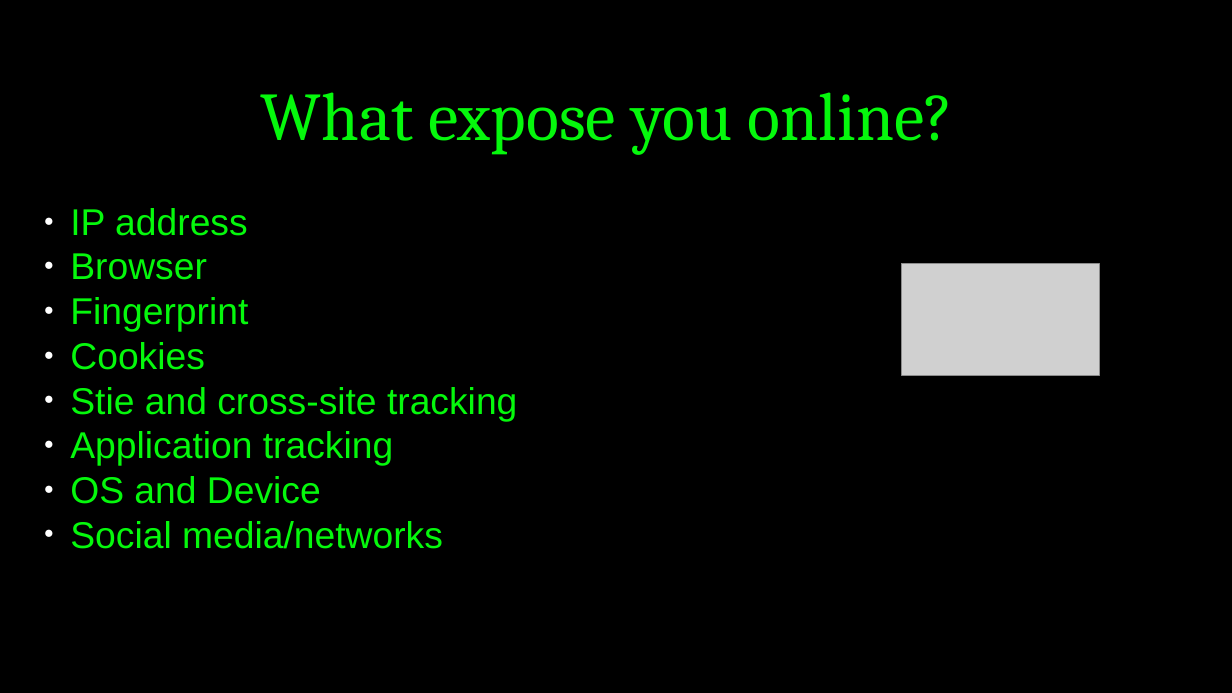
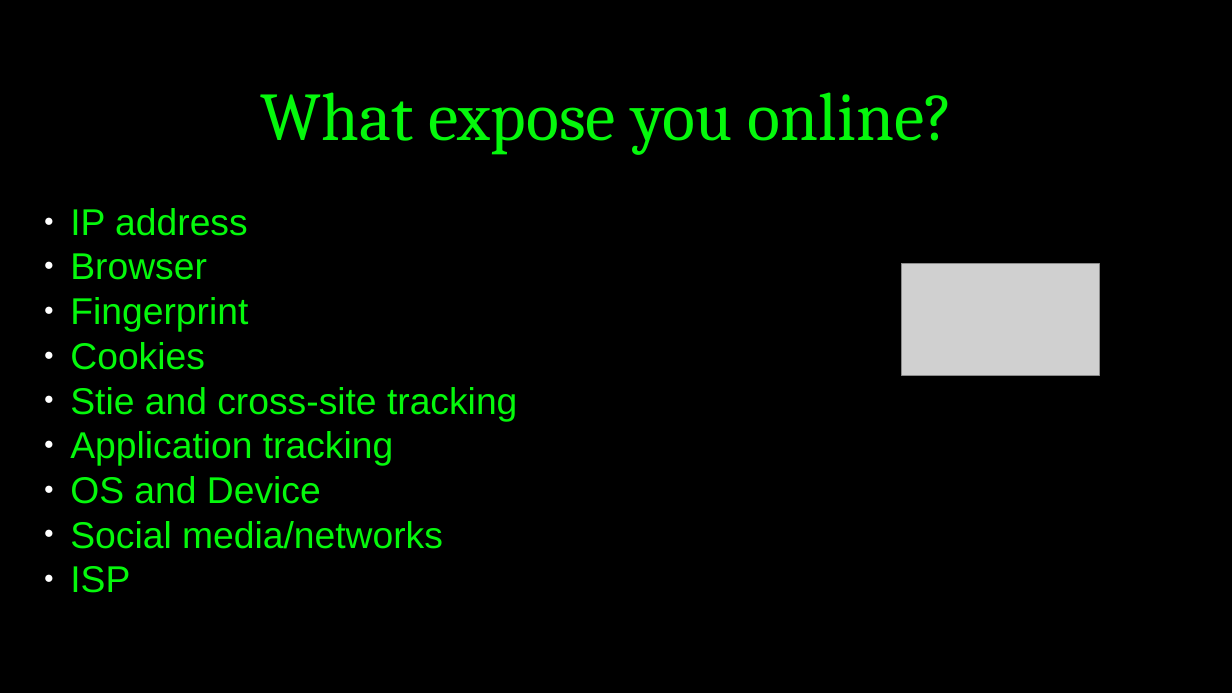
Before and after one commit to Mqtth3w/online-security-and-anonymity-unipr, a slide deck: slide 2 of Presentation.odp. Drawn at 1232x693 pixels with LibreOffice and Linux fonts; fonts in the diff are those of the drawing; grey boxes stand for pictures. Boxes give left, top, right and bottom in pixels: in the first picture for what was removed or moved away, otherwise in the second. Text is boxed around its words. In the diff, an @@ line names an element or a change of style, - is before the commit and + after.

```diff
--- a/Presentation.odp
+++ b/Presentation.odp
@@ subtitle at (70, 566, 130, 593): paragraph added @@
+● ISP
```
* * * * * * *
■ EXERCISE DESCRIPTION
Only lines holding the word "Presentation" are wanted here; copy each from the listing.

■ RESULT BELOW
Before and after one commit to Mqtth3w/online-security-and-anonymity-unipr, a slide deck: slide 2 of Presentation.odp. Drawn at 1232x693 pixels with LibreOffice and Linux fonts; fonts in the diff are those of the drawing; grey boxes stand for pictures. Boxes give left, top, right and bottom in pixels: in the first picture for what was removed or moved away, otherwise in the second. Text is boxed around its words. In the diff, an @@ line names an element or a change of style, - is before the commit and + after.
--- a/Presentation.odp
+++ b/Presentation.odp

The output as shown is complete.